Ely Tahan is an affirmed painter and photographer, however, his newest creations are startling evidence of a leap in his development as a maker of complex three dimensional objects which the artist himself terms self-performing. That is, self-performing objects designed to elicit intense emotional responses. 

Startling offshoots of an accomplished iconography, the works showcased here are the products of an unexpected shift on behalf of the artist, a turn from the frontality of the image in painting, photography and digital media to the tangible object in 3-dimensional space.

 

Motivated by a desire to construct a self-performing artifact, a Corpus Generis endowed with a life of its own, they hearken to the mystery of the body in many respects.
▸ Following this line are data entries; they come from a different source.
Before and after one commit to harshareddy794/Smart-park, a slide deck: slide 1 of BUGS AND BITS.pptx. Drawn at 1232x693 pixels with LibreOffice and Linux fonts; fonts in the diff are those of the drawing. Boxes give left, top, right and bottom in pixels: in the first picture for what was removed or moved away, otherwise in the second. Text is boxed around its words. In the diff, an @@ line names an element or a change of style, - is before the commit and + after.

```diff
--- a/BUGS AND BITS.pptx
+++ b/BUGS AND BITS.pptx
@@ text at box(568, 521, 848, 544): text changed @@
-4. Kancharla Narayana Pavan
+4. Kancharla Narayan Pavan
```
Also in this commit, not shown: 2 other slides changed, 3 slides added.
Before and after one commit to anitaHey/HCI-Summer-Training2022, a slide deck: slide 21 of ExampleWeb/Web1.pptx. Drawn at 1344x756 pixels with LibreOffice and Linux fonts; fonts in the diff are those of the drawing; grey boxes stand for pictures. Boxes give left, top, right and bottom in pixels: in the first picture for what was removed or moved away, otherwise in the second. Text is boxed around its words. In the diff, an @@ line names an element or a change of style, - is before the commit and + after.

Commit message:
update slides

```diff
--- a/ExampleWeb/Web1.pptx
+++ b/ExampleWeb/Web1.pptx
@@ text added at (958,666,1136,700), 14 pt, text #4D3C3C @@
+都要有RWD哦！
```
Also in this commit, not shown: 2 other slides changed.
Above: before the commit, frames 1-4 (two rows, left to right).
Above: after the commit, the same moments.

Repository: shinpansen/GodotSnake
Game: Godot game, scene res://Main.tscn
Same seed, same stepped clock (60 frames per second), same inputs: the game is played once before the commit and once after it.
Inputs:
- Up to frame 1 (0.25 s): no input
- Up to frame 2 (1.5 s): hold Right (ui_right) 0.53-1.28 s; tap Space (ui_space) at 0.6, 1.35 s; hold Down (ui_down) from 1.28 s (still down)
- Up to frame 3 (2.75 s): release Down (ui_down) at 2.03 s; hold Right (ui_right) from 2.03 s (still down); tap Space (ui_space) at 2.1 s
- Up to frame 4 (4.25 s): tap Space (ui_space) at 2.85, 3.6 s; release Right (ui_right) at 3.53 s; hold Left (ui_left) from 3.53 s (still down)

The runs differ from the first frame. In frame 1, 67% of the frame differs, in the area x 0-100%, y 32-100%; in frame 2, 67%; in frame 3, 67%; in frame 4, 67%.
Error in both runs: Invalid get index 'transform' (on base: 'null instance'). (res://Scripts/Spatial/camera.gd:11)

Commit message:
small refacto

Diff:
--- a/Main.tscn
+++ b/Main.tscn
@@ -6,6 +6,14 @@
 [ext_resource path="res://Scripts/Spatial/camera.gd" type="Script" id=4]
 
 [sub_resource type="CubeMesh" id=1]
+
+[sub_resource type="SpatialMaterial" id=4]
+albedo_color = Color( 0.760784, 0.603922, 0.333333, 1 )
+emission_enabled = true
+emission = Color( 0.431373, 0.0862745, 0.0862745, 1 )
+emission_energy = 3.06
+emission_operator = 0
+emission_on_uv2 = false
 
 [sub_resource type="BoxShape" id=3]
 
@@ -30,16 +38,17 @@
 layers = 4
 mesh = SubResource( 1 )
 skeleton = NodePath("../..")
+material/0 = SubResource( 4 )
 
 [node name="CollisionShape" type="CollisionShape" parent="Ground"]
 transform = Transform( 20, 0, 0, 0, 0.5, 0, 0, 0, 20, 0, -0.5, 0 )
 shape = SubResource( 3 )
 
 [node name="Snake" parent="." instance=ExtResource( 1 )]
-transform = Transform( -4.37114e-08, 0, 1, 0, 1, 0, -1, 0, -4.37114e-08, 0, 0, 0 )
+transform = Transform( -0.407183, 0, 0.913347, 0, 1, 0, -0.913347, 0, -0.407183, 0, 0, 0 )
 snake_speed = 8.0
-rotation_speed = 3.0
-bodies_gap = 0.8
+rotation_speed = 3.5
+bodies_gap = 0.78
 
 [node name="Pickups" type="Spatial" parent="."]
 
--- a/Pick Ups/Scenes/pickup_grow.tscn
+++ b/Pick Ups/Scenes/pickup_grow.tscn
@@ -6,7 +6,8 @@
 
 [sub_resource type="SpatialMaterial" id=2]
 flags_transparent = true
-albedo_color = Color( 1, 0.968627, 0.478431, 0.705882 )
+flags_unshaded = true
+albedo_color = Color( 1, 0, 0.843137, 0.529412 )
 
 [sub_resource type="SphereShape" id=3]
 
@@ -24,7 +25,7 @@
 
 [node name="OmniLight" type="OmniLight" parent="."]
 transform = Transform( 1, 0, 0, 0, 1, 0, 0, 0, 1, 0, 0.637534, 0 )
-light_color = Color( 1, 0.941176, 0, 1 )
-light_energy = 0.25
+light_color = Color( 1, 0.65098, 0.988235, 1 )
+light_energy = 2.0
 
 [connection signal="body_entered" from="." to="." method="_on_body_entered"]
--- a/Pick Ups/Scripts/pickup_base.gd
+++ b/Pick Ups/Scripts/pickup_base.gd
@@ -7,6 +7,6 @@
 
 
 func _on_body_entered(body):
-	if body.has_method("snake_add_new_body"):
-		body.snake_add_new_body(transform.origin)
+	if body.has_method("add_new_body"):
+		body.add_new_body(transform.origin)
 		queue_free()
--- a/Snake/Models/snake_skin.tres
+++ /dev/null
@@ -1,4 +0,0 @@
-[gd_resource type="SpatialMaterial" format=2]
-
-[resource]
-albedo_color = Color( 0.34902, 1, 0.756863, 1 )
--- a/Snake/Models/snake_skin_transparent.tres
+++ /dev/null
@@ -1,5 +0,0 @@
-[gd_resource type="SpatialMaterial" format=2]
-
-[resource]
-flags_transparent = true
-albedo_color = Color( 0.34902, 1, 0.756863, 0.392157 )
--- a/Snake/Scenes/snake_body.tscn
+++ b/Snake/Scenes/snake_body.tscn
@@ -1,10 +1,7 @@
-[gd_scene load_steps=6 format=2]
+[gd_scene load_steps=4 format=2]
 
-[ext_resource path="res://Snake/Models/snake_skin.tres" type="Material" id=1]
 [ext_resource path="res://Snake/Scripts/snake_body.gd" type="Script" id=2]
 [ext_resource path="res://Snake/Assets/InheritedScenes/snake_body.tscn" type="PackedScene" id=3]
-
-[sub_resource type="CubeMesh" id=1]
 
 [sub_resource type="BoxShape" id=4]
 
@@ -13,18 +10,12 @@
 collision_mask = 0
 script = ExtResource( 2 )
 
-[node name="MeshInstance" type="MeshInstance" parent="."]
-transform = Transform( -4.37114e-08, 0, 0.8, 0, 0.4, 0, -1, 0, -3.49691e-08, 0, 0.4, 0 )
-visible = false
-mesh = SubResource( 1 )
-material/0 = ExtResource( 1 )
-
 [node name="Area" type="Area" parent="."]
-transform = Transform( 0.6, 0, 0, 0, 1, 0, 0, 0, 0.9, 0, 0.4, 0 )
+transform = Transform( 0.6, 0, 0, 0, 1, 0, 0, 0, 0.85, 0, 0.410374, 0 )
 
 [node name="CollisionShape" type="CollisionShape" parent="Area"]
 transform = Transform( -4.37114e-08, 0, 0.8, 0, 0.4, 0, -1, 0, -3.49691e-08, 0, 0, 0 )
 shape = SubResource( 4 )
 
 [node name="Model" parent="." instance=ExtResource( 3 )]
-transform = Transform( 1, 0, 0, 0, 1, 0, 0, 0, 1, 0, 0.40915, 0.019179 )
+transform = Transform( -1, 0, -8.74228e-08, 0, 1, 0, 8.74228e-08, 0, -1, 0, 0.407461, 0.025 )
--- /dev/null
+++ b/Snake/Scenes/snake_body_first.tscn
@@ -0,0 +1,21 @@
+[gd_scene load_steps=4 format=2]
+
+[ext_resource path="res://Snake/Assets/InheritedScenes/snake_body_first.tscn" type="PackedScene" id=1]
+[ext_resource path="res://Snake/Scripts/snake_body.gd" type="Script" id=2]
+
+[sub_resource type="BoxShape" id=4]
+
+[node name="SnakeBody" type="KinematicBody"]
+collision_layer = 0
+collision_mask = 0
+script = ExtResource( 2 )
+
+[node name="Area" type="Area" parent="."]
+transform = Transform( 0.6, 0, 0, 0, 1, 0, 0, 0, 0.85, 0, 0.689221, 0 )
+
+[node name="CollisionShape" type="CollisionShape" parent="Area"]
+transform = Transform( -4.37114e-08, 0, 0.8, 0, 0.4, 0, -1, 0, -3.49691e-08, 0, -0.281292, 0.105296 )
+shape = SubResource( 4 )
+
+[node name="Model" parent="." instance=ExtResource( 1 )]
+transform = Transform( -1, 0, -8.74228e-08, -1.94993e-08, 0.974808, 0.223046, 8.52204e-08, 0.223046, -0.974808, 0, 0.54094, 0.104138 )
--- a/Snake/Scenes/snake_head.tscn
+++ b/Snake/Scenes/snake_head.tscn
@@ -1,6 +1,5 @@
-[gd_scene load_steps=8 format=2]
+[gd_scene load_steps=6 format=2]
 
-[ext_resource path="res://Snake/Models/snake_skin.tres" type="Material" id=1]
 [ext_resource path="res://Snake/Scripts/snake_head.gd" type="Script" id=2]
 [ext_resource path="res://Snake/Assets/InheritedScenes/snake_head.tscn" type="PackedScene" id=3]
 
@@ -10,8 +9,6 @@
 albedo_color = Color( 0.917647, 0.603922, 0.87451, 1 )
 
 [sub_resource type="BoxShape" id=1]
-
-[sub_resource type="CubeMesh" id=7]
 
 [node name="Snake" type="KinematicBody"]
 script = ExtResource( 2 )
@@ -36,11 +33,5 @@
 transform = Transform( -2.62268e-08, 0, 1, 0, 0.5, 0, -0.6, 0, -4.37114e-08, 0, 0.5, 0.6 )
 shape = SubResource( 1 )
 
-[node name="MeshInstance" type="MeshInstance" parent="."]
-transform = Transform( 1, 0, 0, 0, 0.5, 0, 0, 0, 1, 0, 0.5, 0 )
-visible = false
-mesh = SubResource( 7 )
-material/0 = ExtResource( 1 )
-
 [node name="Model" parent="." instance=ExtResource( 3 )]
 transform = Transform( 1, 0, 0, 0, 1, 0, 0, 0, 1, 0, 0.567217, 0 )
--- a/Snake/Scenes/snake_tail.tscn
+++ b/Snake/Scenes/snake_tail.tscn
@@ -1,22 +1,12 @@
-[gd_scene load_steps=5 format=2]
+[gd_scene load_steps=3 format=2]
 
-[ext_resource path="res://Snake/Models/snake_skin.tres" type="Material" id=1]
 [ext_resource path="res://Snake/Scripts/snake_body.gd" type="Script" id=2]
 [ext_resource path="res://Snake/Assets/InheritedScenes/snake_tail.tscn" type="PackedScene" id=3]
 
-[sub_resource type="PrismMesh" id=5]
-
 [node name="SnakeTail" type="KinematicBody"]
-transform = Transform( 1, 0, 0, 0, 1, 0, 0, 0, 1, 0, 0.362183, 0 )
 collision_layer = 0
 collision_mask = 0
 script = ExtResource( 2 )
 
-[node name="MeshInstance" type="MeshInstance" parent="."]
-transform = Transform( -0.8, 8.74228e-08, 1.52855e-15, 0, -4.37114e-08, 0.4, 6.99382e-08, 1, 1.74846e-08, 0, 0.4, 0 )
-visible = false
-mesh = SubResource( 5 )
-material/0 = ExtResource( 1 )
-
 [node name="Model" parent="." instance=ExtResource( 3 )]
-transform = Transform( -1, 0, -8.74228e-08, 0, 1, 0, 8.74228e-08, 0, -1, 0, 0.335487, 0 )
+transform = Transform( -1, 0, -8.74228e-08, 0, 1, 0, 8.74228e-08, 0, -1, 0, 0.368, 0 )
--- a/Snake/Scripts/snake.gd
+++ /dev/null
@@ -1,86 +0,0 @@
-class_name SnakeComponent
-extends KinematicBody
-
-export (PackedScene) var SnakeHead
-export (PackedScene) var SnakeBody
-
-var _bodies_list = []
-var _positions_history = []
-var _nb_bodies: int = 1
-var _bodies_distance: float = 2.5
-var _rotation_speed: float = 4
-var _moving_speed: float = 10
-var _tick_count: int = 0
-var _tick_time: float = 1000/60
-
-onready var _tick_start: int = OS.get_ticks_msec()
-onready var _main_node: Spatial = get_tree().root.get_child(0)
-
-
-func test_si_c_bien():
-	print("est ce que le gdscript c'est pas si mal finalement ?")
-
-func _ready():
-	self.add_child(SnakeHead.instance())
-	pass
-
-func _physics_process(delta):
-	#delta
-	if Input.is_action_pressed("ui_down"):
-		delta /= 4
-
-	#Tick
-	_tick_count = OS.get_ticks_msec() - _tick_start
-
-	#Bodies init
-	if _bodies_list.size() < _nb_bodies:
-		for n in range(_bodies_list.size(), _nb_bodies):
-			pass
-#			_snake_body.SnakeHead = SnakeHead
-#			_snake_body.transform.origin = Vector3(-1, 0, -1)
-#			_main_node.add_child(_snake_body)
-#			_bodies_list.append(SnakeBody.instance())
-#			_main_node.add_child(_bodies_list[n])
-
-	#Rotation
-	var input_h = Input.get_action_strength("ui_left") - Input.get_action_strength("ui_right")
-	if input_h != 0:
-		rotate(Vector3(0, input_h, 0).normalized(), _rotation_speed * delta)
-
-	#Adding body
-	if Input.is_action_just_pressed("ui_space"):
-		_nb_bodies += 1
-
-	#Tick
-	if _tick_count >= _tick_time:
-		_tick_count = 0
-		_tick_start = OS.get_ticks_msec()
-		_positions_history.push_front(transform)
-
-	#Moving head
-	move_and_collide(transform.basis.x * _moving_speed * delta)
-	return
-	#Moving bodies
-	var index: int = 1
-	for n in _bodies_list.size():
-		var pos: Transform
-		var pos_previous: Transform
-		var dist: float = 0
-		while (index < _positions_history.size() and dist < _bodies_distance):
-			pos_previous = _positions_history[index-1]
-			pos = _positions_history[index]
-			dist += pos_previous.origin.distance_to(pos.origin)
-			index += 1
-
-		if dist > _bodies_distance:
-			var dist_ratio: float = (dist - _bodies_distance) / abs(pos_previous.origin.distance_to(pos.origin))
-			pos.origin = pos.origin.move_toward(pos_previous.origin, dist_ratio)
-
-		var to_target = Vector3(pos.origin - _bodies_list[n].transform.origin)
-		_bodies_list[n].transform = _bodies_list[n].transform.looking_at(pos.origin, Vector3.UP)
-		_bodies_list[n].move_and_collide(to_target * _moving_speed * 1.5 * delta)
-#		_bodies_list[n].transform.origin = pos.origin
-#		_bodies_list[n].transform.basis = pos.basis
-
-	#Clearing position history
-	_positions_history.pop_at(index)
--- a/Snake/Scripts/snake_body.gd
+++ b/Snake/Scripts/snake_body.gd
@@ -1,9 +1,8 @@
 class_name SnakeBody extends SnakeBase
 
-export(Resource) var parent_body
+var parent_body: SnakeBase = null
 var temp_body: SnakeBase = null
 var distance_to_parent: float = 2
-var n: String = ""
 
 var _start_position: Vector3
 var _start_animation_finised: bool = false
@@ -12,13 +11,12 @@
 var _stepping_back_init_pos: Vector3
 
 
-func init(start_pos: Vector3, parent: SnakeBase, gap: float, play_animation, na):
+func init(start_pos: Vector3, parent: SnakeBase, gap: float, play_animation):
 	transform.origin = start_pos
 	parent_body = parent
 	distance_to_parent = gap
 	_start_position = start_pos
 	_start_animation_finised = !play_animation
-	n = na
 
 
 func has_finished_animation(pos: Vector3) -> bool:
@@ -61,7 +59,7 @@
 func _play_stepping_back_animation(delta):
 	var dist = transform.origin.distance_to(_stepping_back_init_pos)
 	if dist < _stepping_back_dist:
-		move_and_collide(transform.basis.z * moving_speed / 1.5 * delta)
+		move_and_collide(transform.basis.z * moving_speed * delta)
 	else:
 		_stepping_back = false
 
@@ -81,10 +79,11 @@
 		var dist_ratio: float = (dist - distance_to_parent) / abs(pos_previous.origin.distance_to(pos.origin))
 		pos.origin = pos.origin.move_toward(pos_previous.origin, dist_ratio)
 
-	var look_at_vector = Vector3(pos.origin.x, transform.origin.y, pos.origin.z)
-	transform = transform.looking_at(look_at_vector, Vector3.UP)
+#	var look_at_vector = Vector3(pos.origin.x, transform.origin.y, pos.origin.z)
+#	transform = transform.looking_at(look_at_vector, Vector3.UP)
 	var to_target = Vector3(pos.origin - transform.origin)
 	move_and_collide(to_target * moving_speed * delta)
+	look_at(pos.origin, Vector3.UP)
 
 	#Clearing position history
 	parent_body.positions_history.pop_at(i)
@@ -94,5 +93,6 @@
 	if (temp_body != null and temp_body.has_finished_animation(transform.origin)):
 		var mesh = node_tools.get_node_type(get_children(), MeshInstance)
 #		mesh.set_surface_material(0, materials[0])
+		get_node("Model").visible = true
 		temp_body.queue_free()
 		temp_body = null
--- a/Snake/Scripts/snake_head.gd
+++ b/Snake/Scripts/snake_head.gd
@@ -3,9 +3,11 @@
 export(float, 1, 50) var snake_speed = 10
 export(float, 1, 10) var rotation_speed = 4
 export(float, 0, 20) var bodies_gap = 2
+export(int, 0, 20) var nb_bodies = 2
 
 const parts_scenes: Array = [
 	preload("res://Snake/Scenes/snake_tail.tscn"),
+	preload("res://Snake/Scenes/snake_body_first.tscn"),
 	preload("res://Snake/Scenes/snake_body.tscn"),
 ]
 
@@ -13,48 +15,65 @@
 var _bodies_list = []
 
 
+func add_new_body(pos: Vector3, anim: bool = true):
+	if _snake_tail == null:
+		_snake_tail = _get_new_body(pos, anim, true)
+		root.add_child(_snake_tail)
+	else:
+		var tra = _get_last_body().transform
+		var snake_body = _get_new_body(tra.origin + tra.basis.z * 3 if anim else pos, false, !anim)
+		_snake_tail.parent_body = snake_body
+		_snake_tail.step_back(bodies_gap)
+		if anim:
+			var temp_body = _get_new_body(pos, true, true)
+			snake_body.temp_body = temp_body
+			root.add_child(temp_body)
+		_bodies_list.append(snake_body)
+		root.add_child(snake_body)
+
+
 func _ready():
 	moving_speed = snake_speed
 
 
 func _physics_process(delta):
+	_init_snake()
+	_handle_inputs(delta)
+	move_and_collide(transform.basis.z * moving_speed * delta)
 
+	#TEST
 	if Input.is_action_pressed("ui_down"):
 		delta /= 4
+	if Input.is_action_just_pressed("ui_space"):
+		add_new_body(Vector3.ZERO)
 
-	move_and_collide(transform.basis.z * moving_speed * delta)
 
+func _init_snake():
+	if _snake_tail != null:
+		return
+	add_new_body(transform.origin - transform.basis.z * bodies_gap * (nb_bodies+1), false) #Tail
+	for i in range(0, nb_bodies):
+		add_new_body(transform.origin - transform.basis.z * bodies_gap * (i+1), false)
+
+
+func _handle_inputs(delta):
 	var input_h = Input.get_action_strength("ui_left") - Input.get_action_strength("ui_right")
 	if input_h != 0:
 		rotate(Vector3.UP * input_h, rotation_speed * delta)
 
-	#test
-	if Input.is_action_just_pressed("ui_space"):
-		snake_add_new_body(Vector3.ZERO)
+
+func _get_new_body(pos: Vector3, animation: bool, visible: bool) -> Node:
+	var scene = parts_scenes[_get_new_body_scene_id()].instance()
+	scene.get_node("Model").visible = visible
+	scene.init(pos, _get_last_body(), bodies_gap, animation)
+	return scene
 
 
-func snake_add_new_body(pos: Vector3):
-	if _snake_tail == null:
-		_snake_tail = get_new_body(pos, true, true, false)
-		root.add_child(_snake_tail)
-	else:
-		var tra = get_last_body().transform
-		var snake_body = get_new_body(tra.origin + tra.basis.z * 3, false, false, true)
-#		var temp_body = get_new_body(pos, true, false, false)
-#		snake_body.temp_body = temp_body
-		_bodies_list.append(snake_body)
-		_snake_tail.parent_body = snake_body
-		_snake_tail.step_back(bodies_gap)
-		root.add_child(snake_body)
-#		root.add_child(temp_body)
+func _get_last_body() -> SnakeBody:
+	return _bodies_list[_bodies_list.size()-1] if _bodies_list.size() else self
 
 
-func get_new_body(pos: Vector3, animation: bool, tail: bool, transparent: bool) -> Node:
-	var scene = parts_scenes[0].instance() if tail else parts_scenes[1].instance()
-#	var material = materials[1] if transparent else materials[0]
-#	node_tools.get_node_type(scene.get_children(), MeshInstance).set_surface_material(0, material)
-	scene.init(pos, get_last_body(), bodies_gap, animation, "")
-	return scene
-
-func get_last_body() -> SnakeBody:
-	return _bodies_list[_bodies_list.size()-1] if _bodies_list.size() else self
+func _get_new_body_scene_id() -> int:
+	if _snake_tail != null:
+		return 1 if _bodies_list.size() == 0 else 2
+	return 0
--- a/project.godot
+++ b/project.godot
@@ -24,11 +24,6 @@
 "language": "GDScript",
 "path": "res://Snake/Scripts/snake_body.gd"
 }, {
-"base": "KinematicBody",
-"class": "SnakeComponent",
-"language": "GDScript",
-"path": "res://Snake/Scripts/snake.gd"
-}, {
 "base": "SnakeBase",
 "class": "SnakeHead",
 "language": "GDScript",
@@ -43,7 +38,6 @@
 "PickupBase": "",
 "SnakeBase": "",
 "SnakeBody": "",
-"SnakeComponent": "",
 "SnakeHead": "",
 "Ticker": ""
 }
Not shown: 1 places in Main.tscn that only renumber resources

These are structures one walks around, formations that call for a diamond-cut visuality, a poly-focal assessment of a body’s embrace of space as its ultimate love affair.

 

This emphasis on embodiment comes with a sense of wonder, a path that invites us to follow the intrinsic logic of objects, behaving in ways that disclose many an unsuspected consonance.

 

A shift of scale concurs with the heterogeneity of these assembled conglomerates, which galvanized by electrical circuits, beget a parallel aspect, a no less material but animated double, replete with a symphony of highlights. Rather than entertaining the tired discourse of two-dimensional representation, they add another to their spatial three, a dimension that presents itself as an alternative appearance in time, in sequences of orchestrated visuals, motions and sounds.

 

Yet although an abrupt departure from earlier works, they come to remedy a crisis befalling the image, its concept-driven immateriality, its reality-producing redundancy, its role in the formation and maintenance of subjectivity.

As constructs whose appeal for autonomy deserve to be sponsored by a Tao of the Simulacrum and defended by an Object’s Bill of Rights, they endorse a better version of Frankenstein the monster, one in tune with its fate and immersed in a life full of grace.

 

Coming into contact with these works is like being a child again and rediscover wonder. They can sense your movements and respond to your presence but what's more amazing is that they project an autonomous presence themselves, a sense of existing outside their creator not just as representational or functional tools but especially as phenomena. Ely Tahan thinks of them as both noumena and phenomena, which describes the reach of their mystery.

A boundless amount of fun, unexpected details and thought-provoking associations make each of these works a brand new world to discover with your heart and mind.